*** Opening of Entries provided ***

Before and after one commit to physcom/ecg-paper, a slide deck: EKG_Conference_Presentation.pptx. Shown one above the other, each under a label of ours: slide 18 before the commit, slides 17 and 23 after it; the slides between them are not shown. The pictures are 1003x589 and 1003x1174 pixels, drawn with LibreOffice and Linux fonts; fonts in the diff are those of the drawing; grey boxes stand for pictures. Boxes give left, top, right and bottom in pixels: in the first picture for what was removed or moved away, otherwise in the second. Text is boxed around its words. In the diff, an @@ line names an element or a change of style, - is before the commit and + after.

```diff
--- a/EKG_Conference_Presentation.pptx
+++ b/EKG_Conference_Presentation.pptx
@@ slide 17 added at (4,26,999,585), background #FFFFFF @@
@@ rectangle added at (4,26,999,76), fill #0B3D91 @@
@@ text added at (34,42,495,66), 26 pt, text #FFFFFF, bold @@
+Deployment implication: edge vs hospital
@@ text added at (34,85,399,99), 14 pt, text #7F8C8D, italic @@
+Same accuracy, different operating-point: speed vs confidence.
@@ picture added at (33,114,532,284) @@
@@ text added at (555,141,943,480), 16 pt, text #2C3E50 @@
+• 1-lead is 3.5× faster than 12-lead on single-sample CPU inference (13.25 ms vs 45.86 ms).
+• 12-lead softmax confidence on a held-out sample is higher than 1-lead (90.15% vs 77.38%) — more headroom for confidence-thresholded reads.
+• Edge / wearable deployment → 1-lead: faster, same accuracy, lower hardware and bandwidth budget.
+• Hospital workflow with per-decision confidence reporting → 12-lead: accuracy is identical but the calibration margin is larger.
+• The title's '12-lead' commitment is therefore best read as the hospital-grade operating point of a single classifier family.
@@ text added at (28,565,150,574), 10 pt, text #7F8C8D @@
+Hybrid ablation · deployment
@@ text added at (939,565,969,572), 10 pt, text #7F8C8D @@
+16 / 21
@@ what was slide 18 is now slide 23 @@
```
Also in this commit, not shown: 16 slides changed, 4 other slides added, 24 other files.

*** Close of Entries provided ***

■ Exercise brief: Here, the records must be output exactly and in full.

■ Written response:
Before and after one commit to physcom/ecg-paper, a slide deck: EKG_Conference_Presentation.pptx. Shown one above the other, each under a label of ours: slide 18 before the commit, slides 17 and 23 after it; the slides between them are not shown. The pictures are 1003x589 and 1003x1174 pixels, drawn with LibreOffice and Linux fonts; fonts in the diff are those of the drawing; grey boxes stand for pictures. Boxes give left, top, right and bottom in pixels: in the first picture for what was removed or moved away, otherwise in the second. Text is boxed around its words. In the diff, an @@ line names an element or a change of style, - is before the commit and + after.

```diff
--- a/EKG_Conference_Presentation.pptx
+++ b/EKG_Conference_Presentation.pptx
@@ slide 17 added at (4,26,999,585), background #FFFFFF @@
@@ rectangle added at (4,26,999,76), fill #0B3D91 @@
@@ text added at (34,42,495,66), 26 pt, text #FFFFFF, bold @@
+Deployment implication: edge vs hospital
@@ text added at (34,85,399,99), 14 pt, text #7F8C8D, italic @@
+Same accuracy, different operating-point: speed vs confidence.
@@ picture added at (33,114,532,284) @@
@@ text added at (555,141,943,480), 16 pt, text #2C3E50 @@
+• 1-lead is 3.5× faster than 12-lead on single-sample CPU inference (13.25 ms vs 45.86 ms).
+• 12-lead softmax confidence on a held-out sample is higher than 1-lead (90.15% vs 77.38%) — more headroom for confidence-thresholded reads.
+• Edge / wearable deployment → 1-lead: faster, same accuracy, lower hardware and bandwidth budget.
+• Hospital workflow with per-decision confidence reporting → 12-lead: accuracy is identical but the calibration margin is larger.
+• The title's '12-lead' commitment is therefore best read as the hospital-grade operating point of a single classifier family.
@@ text added at (28,565,150,574), 10 pt, text #7F8C8D @@
+Hybrid ablation · deployment
@@ text added at (939,565,969,572), 10 pt, text #7F8C8D @@
+16 / 21
@@ what was slide 18 is now slide 23 @@
```
Also in this commit, not shown: 16 slides changed, 4 other slides added, 24 other files.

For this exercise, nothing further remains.